(Stored items)
##############################

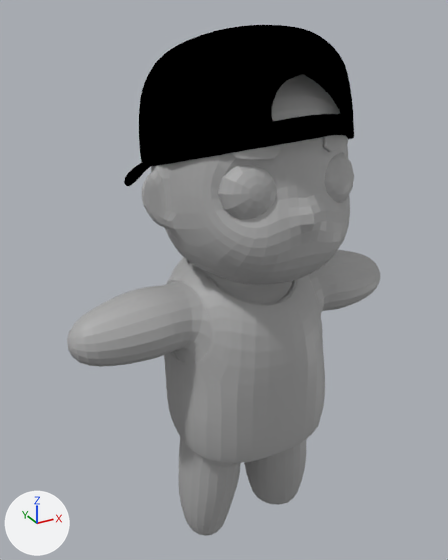
The FBX model Assets/Assets/Models/Bugoy/Model.fbx: old version first, new version second.
Both versions are drawn from a camera (50 mm lens) standing at (-0.0301, -0.0499, 0.0105) and looking at (0.0001, 0.005, -0.0169). Lighting does not change. The marker at lower left points along +X, +Y and +Z. Where no turn or scale is listed for an object, it has been applied to the vertices.

The first picture shows 'Clothes1:Group4249', 'Doll_5:Group49566', 'Eyebrows:Group27761', 'polySurface22', 'polySurface23'.
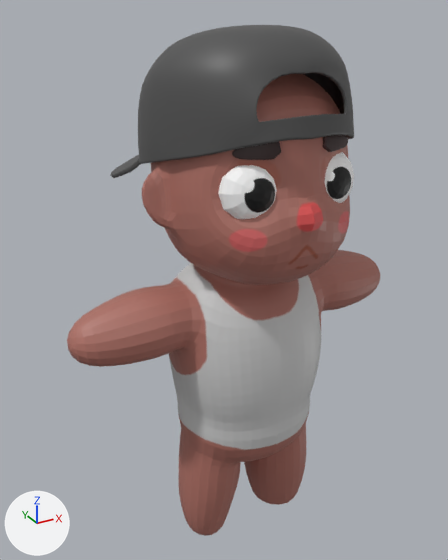
Where the newer file only moved an object's origin or applied its transform, the numbers keep the older frame.

Boxes (x1, y1, x2, y2) around the edits, measured in the pictures (448 x 560 px; the box of a moved part takes in the faces that stretch with it):
'Doll_5:Group49566', recoloured, surface changed (grey to brown)
    both: (67, 74, 380, 536)
'Clothes1:Group4249', deleted
    before: (164, 257, 325, 463)
'polySurface22', reshaped
    before: (124, 25, 354, 186)
    after: (111, 25, 354, 178)
'polySurface23', recoloured
    both: (218, 152, 354, 219)
'Eyebrows:Group27761', recoloured (grey to black)
    both: (232, 135, 348, 160)
part 1 of me_mesh_004, moved or reshaped
    before: (124, 25, 316, 186)
    after: (111, 25, 316, 178)
part 2 of me_mesh_004, recoloured (black to grey)
    both: (271, 25, 354, 139)

Patch to the scene script:
```diff
--- a/Assets/Assets/Models/Bugoy/Model.fbx.py
+++ b/Assets/Assets/Models/Bugoy/Model.fbx.py
@@ img_bugoyylow_lambert5_basecolor_png @@
+img_bugoyylow_lambert5_basecolor_png = load_image('BugoyyLow_lambert5_BaseColor.png', 'Textures/BugoyyLow_lambert5_BaseColor.png', 2048, 2048, 'sRGB')
@@ mat_lambert4 @@
+mat_lambert4 = principled_material('lambert4')
+mat_lambert4.texture = img_bugoyylow_lambert5_basecolor_png
@@ mat_lambert5 @@
+mat_lambert5 = principled_material('lambert5')
+mat_lambert5.texture = img_bugoyylow_lambert5_basecolor_png
@@ mat_lambert8 @@
+mat_lambert8 = principled_material('lambert8')
+mat_lambert8.base_color = (0.0769, 0.0769, 0.0769)  # dark grey #4e4e4e
@@ mat_lambert6 @@
+mat_lambert6 = principled_material('lambert6')
+mat_lambert6.texture = img_bugoyylow_lambert5_basecolor_png
@@ me_mesh_004 @@
 # used by ob_polysurface22; location = (0.0, 0.0, -0.0006)
-me_mesh_004.from_pydata(...)  # 6714 vertices, 6704 faces; spans x -0.0095..0.0098, y -0.0098..0.0194, z -0.0067..0.0098
+me_mesh_004.from_pydata(...)  # 6958 vertices, 6952 faces; spans x -0.0098..0.0098, y -0.0098..0.0194, z -0.006..0.0098
+# me_mesh_004 part 1: 1584 vertices moved from x -0.0091..0.0001, y -0.0098..0.0193, z -0.0064..0.0098 to x -0.0092..0.0001, y -0.0098..0.0194, z -0.0057..0.0098; 1672 vertices removed from x -0.0095..0.0001, y -0.0097..0.0193, z -0.0067..0.0098; 1916 vertices added at x -0.0098..0.0, y -0.0098..0.0194, z -0.006..0.0098
+# me_mesh_004 part 2: 4583 faces spanning x -0.0087..0.0098, y -0.0098..0.0194, z -0.006..0.0098 switch from mat_lambert2 (dark grey #626262) to mat_lambert8 (dark grey #4e4e4e)
@@ me_mesh_001 @@
 me_mesh_001.from_pydata(...)  # 428 vertices, 424 faces; spans x -0.00581..0.00581, y -0.00871..-0.0069, z -0.00059..0.00112
-me_mesh_001.materials.append(mat_standardsurface1)  # grey #aaaaaa
+me_mesh_001.materials.append(mat_lambert6)  # picture img_bugoyylow_lambert5_basecolor_png
@@ me_mesh_003 @@
 me_mesh_003.from_pydata(...)  # 268 vertices, 288 faces; spans x -0.0108..0.00265, y -0.00191..0.00191, z -0.00266..0.00266
-me_mesh_003.materials.append(mat_standardsurface1)  # grey #aaaaaa
+me_mesh_003.materials.append(mat_lambert5)  # picture img_bugoyylow_lambert5_basecolor_png
@@ me_mesh @@
 me_mesh.from_pydata(...)  # 3638 vertices, 3636 faces; spans x -0.0185..0.0185, y -0.0107..0.0096, z -0.0458..0.0061
 # used by ob_doll_5_group49566; location = (0.0, 0.0, 0.0)
-me_mesh.materials.append(mat_standardsurface1)  # grey #aaaaaa
+# me_mesh part 3: texture (UV) coordinates changed
+me_mesh.materials.append(mat_lambert4)  # picture img_bugoyylow_lambert5_basecolor_png
@@ ob_clothes1_group4249 @@
-ob_clothes1_group4249 = bpy.data.objects.new('Clothes1:Group4249', me_mesh_002)
-ob_clothes1_group4249.location = (0.0, 0.0, 0.0)
```

##############################

▸ What you will do: Retype the data above in full, exactly as it stands, and skip any image.

▸ Finished exercise:
The FBX model Assets/Assets/Models/Bugoy/Model.fbx: old version first, new version second.
Both versions are drawn from a camera (50 mm lens) standing at (-0.0301, -0.0499, 0.0105) and looking at (0.0001, 0.005, -0.0169). Lighting does not change. The marker at lower left points along +X, +Y and +Z. Where no turn or scale is listed for an object, it has been applied to the vertices.

The first picture shows 'Clothes1:Group4249', 'Doll_5:Group49566', 'Eyebrows:Group27761', 'polySurface22', 'polySurface23'.
Where the newer file only moved an object's origin or applied its transform, the numbers keep the older frame.

Boxes (x1, y1, x2, y2) around the edits, measured in the pictures (448 x 560 px; the box of a moved part takes in the faces that stretch with it):
'Doll_5:Group49566', recoloured, surface changed (grey to brown)
    both: (67, 74, 380, 536)
'Clothes1:Group4249', deleted
    before: (164, 257, 325, 463)
'polySurface22', reshaped
    before: (124, 25, 354, 186)
    after: (111, 25, 354, 178)
'polySurface23', recoloured
    both: (218, 152, 354, 219)
'Eyebrows:Group27761', recoloured (grey to black)
    both: (232, 135, 348, 160)
part 1 of me_mesh_004, moved or reshaped
    before: (124, 25, 316, 186)
    after: (111, 25, 316, 178)
part 2 of me_mesh_004, recoloured (black to grey)
    both: (271, 25, 354, 139)

Patch to the scene script:
```diff
--- a/Assets/Assets/Models/Bugoy/Model.fbx.py
+++ b/Assets/Assets/Models/Bugoy/Model.fbx.py
@@ img_bugoyylow_lambert5_basecolor_png @@
+img_bugoyylow_lambert5_basecolor_png = load_image('BugoyyLow_lambert5_BaseColor.png', 'Textures/BugoyyLow_lambert5_BaseColor.png', 2048, 2048, 'sRGB')
@@ mat_lambert4 @@
+mat_lambert4 = principled_material('lambert4')
+mat_lambert4.texture = img_bugoyylow_lambert5_basecolor_png
@@ mat_lambert5 @@
+mat_lambert5 = principled_material('lambert5')
+mat_lambert5.texture = img_bugoyylow_lambert5_basecolor_png
@@ mat_lambert8 @@
+mat_lambert8 = principled_material('lambert8')
+mat_lambert8.base_color = (0.0769, 0.0769, 0.0769)  # dark grey #4e4e4e
@@ mat_lambert6 @@
+mat_lambert6 = principled_material('lambert6')
+mat_lambert6.texture = img_bugoyylow_lambert5_basecolor_png
@@ me_mesh_004 @@
 # used by ob_polysurface22; location = (0.0, 0.0, -0.0006)
-me_mesh_004.from_pydata(...)  # 6714 vertices, 6704 faces; spans x -0.0095..0.0098, y -0.0098..0.0194, z -0.0067..0.0098
+me_mesh_004.from_pydata(...)  # 6958 vertices, 6952 faces; spans x -0.0098..0.0098, y -0.0098..0.0194, z -0.006..0.0098
+# me_mesh_004 part 1: 1584 vertices moved from x -0.0091..0.0001, y -0.0098..0.0193, z -0.0064..0.0098 to x -0.0092..0.0001, y -0.0098..0.0194, z -0.0057..0.0098; 1672 vertices removed from x -0.0095..0.0001, y -0.0097..0.0193, z -0.0067..0.0098; 1916 vertices added at x -0.0098..0.0, y -0.0098..0.0194, z -0.006..0.0098
+# me_mesh_004 part 2: 4583 faces spanning x -0.0087..0.0098, y -0.0098..0.0194, z -0.006..0.0098 switch from mat_lambert2 (dark grey #626262) to mat_lambert8 (dark grey #4e4e4e)
@@ me_mesh_001 @@
 me_mesh_001.from_pydata(...)  # 428 vertices, 424 faces; spans x -0.00581..0.00581, y -0.00871..-0.0069, z -0.00059..0.00112
-me_mesh_001.materials.append(mat_standardsurface1)  # grey #aaaaaa
+me_mesh_001.materials.append(mat_lambert6)  # picture img_bugoyylow_lambert5_basecolor_png
@@ me_mesh_003 @@
 me_mesh_003.from_pydata(...)  # 268 vertices, 288 faces; spans x -0.0108..0.00265, y -0.00191..0.00191, z -0.00266..0.00266
-me_mesh_003.materials.append(mat_standardsurface1)  # grey #aaaaaa
+me_mesh_003.materials.append(mat_lambert5)  # picture img_bugoyylow_lambert5_basecolor_png
@@ me_mesh @@
 me_mesh.from_pydata(...)  # 3638 vertices, 3636 faces; spans x -0.0185..0.0185, y -0.0107..0.0096, z -0.0458..0.0061
 # used by ob_doll_5_group49566; location = (0.0, 0.0, 0.0)
-me_mesh.materials.append(mat_standardsurface1)  # grey #aaaaaa
+# me_mesh part 3: texture (UV) coordinates changed
+me_mesh.materials.append(mat_lambert4)  # picture img_bugoyylow_lambert5_basecolor_png
@@ ob_clothes1_group4249 @@
-ob_clothes1_group4249 = bpy.data.objects.new('Clothes1:Group4249', me_mesh_002)
-ob_clothes1_group4249.location = (0.0, 0.0, 0.0)
```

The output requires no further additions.